RESPONSE TO REVIEWER 3

Many thanks for your insightful comments on our manuscript detailing where there are limitations.   We have amended the manuscript to reflect your suggestions and believe it is now improved.  Please see below a point-by-point breakdown of your comments and how the manuscript has been amended.

Comment #1:             “The number of volunteers enrolled (n= 17) is extremely small to draw statistically significant conclusions. If the Authors are not in the possibility to enlarge the cohort, the must clearly state this limitation in the Discussion section”

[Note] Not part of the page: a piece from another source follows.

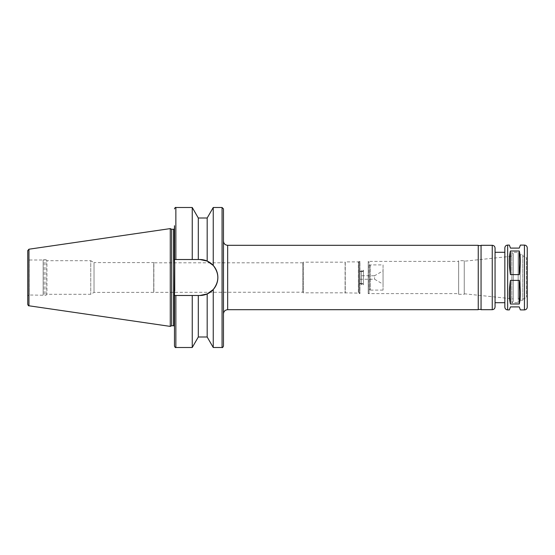 <?xml version="1.0" encoding="UTF-8"?>
<svg xmlns="http://www.w3.org/2000/svg" width="555" height="555" viewBox="0 0 555 555"><rect width="100%" height="100%" fill="white"/><g stroke="black" fill="none" stroke-linecap="round" stroke-linejoin="round"><path stroke-width="0.42" stroke-dasharray="2.77 2.08" d="M510.447 274.614L519.272 274.614L519.272 250.992L510.447 250.992L510.447 274.614C508.997 264.742 508.997 256.868 510.447 250.992M519.272 274.614C520.722 264.742 520.722 256.868 519.272 250.992M519.272 304.008C520.722 298.132 520.722 290.258 519.272 280.386L510.447 280.386C508.997 290.258 508.997 298.132 510.447 304.008L519.272 304.008L519.272 280.386M520.368 309.912L519.272 306.901L510.447 306.901L509.358 309.912M510.447 280.386L510.447 304.008M509.358 245.088L510.447 248.099L519.272 248.099L520.368 245.088M207.181 336.996L207.181 293.935L213.245 289.537C219.364 281.51 219.364 273.49 213.245 265.463L207.181 261.065L207.181 218.004M174.464 259.511L174.464 225.705L174.464 262.432L174.464 259.511L199.876 259.511A17.989 17.989 0 0 1 217.865 277.5A17.989 17.989 0 0 1 199.876 295.489L174.464 295.489L199.876 295.489L174.464 295.489L174.464 292.568L174.464 329.295L174.742 228.154L174.742 290.806M174.742 226.19L174.742 264.194M213.245 347.499L213.245 289.537M213.245 265.463L213.245 207.501M198.308 259.511L198.308 218.004M192.245 259.511L192.245 207.501M170.267 326.396L170.267 228.604M171.689 325.729L171.689 229.27M174.742 228.154L174.464 228.896M174.464 346.098L174.464 295.489M192.245 347.499L192.245 295.489M198.308 336.996L198.308 295.489M223.464 346.098L223.464 208.902M223.464 241.099L223.464 313.901L223.464 241.099M478.25 309.697L478.25 245.303M478.25 245.581L478.25 309.419L478.25 245.581M481.053 245.581L481.053 309.419L481.053 245.581M481.053 309.697L481.053 245.303M495.053 306.901L495.053 248.099M495.053 302.697L495.053 252.303M504.849 252.303L504.849 302.697L504.849 252.303M504.849 307.109L504.849 247.891M527.25 307.109L527.25 247.891M527.25 257.902L527.25 297.098L527.25 257.902L526.466 257.902L526.466 297.098L526.466 257.902L522.768 255.765L522.768 299.235L522.768 255.765M522.768 254.752L522.768 300.248L522.768 254.752L520.25 254.752L520.25 300.248L520.25 254.752M520.25 256.223L520.25 298.777L520.25 256.223L518.148 256.223L518.148 298.777L518.148 256.223M518.148 252.303L518.148 302.697L518.148 252.303L511.849 252.303L511.849 302.697L511.849 252.303L513.25 253.704L513.25 301.296L513.25 253.704M513.25 256.084L513.25 298.916L513.25 256.084L464.251 261.218L464.251 293.782L464.251 261.218M464.251 260.697L464.251 294.303L464.251 260.697L458.652 260.697L458.652 294.303L458.652 260.697M458.652 261.398L458.652 293.602L458.652 261.398L368.215 261.398L368.215 293.602L368.215 261.398L369.054 262.238L369.054 292.762L369.339 262.238M369.339 265.248L369.339 289.752L369.339 265.248L370.456 265.248L370.456 289.752L370.456 265.248M370.456 264.901L370.456 290.099L370.456 264.901L383.054 264.901L383.054 290.099L383.054 264.901M383.054 270.847L383.054 284.153L383.054 270.847L374.563 275.752L374.563 279.248L374.563 275.752L359.959 275.752L359.959 279.248L359.959 275.752M359.959 271.548L359.959 283.452L359.959 271.548L363.456 271.548L363.456 283.452L363.456 271.548M363.456 270.153L363.456 284.847L363.456 270.153C362.755 271.506 362.054 271.506 361.354 270.153L361.354 284.847L361.354 270.153M361.354 271.201L361.354 283.799L361.354 271.201L358.558 271.201L358.558 283.799L358.558 271.201M358.558 262.799L358.558 292.201L358.558 262.799L359.959 261.398L359.959 293.602L359.959 261.398L359.258 261.398L359.258 293.602L359.258 261.398L358.405 261.891L358.405 293.109L358.405 261.891L345.259 261.891L345.259 293.109L345.259 261.891L345.099 292.832L345.099 262.168L303.259 262.168L303.259 292.832L303.259 262.168L302.898 262.799L302.898 292.201L302.898 262.799L153.867 262.799L153.867 292.201L153.742 262.591L153.742 292.409L153.742 262.591L94.024 262.591L94.024 292.409L94.024 262.591L90.749 260.697L90.749 294.303L90.749 260.697L46.932 260.697L46.932 294.303L46.932 260.697L45.947 259.719L45.947 295.281L45.947 259.719L44.192 259.719L44.192 295.281L44.192 259.719L43.151 260.004L43.151 294.996L43.151 260.004L29.151 260.004L27.75 258.602L27.75 296.398L27.75 258.602M27.75 304.397L27.75 250.603M524.447 309.912L524.447 245.088M507.652 309.912L507.652 245.088M222.062 347.499L222.062 207.501M175.866 259.511L175.866 207.501M28.95 305.784L28.95 249.216M173.625 325.729L173.625 229.27M175.866 347.499L175.866 295.489M227.661 309.697L227.661 245.303M492.25 309.697L492.25 245.303M29.151 260.004L29.151 294.996L29.151 260.004M174.464 326.104L174.742 326.846M174.742 328.81L174.464 329.295M522.768 299.235L527.25 297.098M520.25 300.248L522.768 300.248M518.148 298.777L520.25 298.777M513.25 301.296L511.849 302.697L518.148 302.697M464.251 293.782L513.25 298.916M458.652 294.303L464.251 294.303M369.339 292.762L368.215 293.602L458.652 293.602M369.339 289.752L370.456 289.752M370.456 290.099L383.054 290.099M359.959 279.248L374.563 279.248L383.054 284.153M359.959 283.452L363.456 283.452M361.354 284.847L361.687 284.091C363.032 283.869 363.622 284.118 363.456 284.847M358.558 283.799L361.354 283.799M358.558 292.201L359.959 293.602L358.405 293.109L345.099 292.832L303.259 292.832L302.898 292.201L94.024 292.409L90.749 294.303L46.932 294.303L45.947 295.281L29.151 294.996C28.846 294.629 28.381 295.094 27.75 296.398"/><path stroke-width="0.83" d="M507.652 309.912C505.952 309.745 505.015 308.809 504.849 307.109L504.849 247.891C505.015 246.191 505.952 245.254 507.652 245.088L507.652 309.912L509.358 309.912L510.447 306.901L519.272 306.901L520.368 309.912L524.447 309.912C526.154 309.745 527.083 308.809 527.25 307.109L527.25 247.891C527.083 246.191 526.154 245.254 524.447 245.088L524.447 309.912M519.272 280.386C520.722 290.258 520.722 298.132 519.272 304.008L510.447 304.008C508.997 298.132 508.997 290.258 510.447 280.386L519.272 280.386L519.272 304.008M510.447 274.614C508.997 264.742 508.997 256.868 510.447 250.992L519.272 250.992C520.722 256.868 520.722 264.742 519.272 274.614L510.447 274.614L510.447 250.992M510.447 304.008L510.447 280.386M519.272 250.992L519.272 274.614M507.652 245.088L509.358 245.088L510.447 248.099L519.272 248.099L520.368 245.088L524.447 245.088M198.308 218.004L192.245 207.501L192.245 259.511L198.308 259.511L198.308 218.004L207.181 218.004L207.181 261.065L199.876 259.511L207.181 261.065L213.245 265.463C219.364 273.49 219.364 281.51 213.245 289.537L213.245 347.499L222.062 347.499C222.361 347.881 222.826 347.416 223.464 346.098L223.464 208.902L222.062 207.501L222.062 347.499M174.742 290.806L174.742 264.194L174.464 295.489L199.876 295.489L207.181 293.935L199.876 295.489A17.989 17.989 0 0 0 217.865 277.5A17.989 17.989 0 0 0 199.876 259.511L198.308 259.511M207.181 218.004L213.245 207.501L222.062 207.501M213.245 207.501L213.245 265.463M174.464 225.705L174.464 259.511L192.245 259.511M174.742 264.194L174.464 259.511M213.245 289.537L207.181 293.935L207.181 336.996L213.245 347.499M170.267 228.604L170.267 326.396L28.95 305.784C28.652 306.041 28.249 305.576 27.75 304.397L27.75 250.603L28.95 249.216L170.267 228.604L171.689 229.27L171.689 325.729L170.267 326.396M171.689 229.27L173.625 229.27L173.625 325.729L174.464 326.104M174.464 228.896L173.625 229.27M174.464 295.489L174.464 346.098C175.054 347.388 175.526 347.853 175.866 347.499L192.245 347.499L192.245 295.489M198.308 295.489L198.308 336.996L192.245 347.499M227.661 245.303L227.661 309.697L478.25 309.697L478.25 245.303L227.661 245.303C225.108 245.053 223.714 243.652 223.464 241.099M478.25 245.581L481.053 245.581M492.25 245.303L481.053 245.303L481.053 309.697L492.25 309.697C493.95 309.53 494.887 308.601 495.053 306.901L495.053 248.099C494.887 246.399 493.95 245.47 492.25 245.303L492.25 309.697M504.849 252.303L495.053 252.303L495.053 302.697L504.849 302.697M192.245 207.501L175.866 207.501L175.866 259.511M28.95 249.216L28.95 305.784M175.866 295.489L175.866 347.499M175.866 207.501C175.526 207.147 175.054 207.612 174.464 208.902M171.689 325.729L173.625 325.729M198.308 336.996L207.181 336.996M227.661 309.697C225.108 309.947 223.714 311.348 223.464 313.901M478.25 309.419L481.053 309.419"/></g></svg>

Amendment: We agree that the size of the cohort was small in this feasibility study and unfortunately we are unable to enlarge the group size. We have made it explicit in the discussion that this is a limitation, and suggested that any future studies should be undertaken with more participants.  The edit now reads:

“A limitation of this study was the small cohort size (n=17); the completion of this initial safety assessment of MLD allows for both larger test cohorts and testing in IBD patients in future studies.”

Comment #2:             “why not to use a blinded control group with placebo administration?”

Response: It would have been ideal to undertake such clinical study; however, due to the small recruitment number it was unfeasible. This will certainly be taken into consideration in future studies utilising MLD (now safety has been verified).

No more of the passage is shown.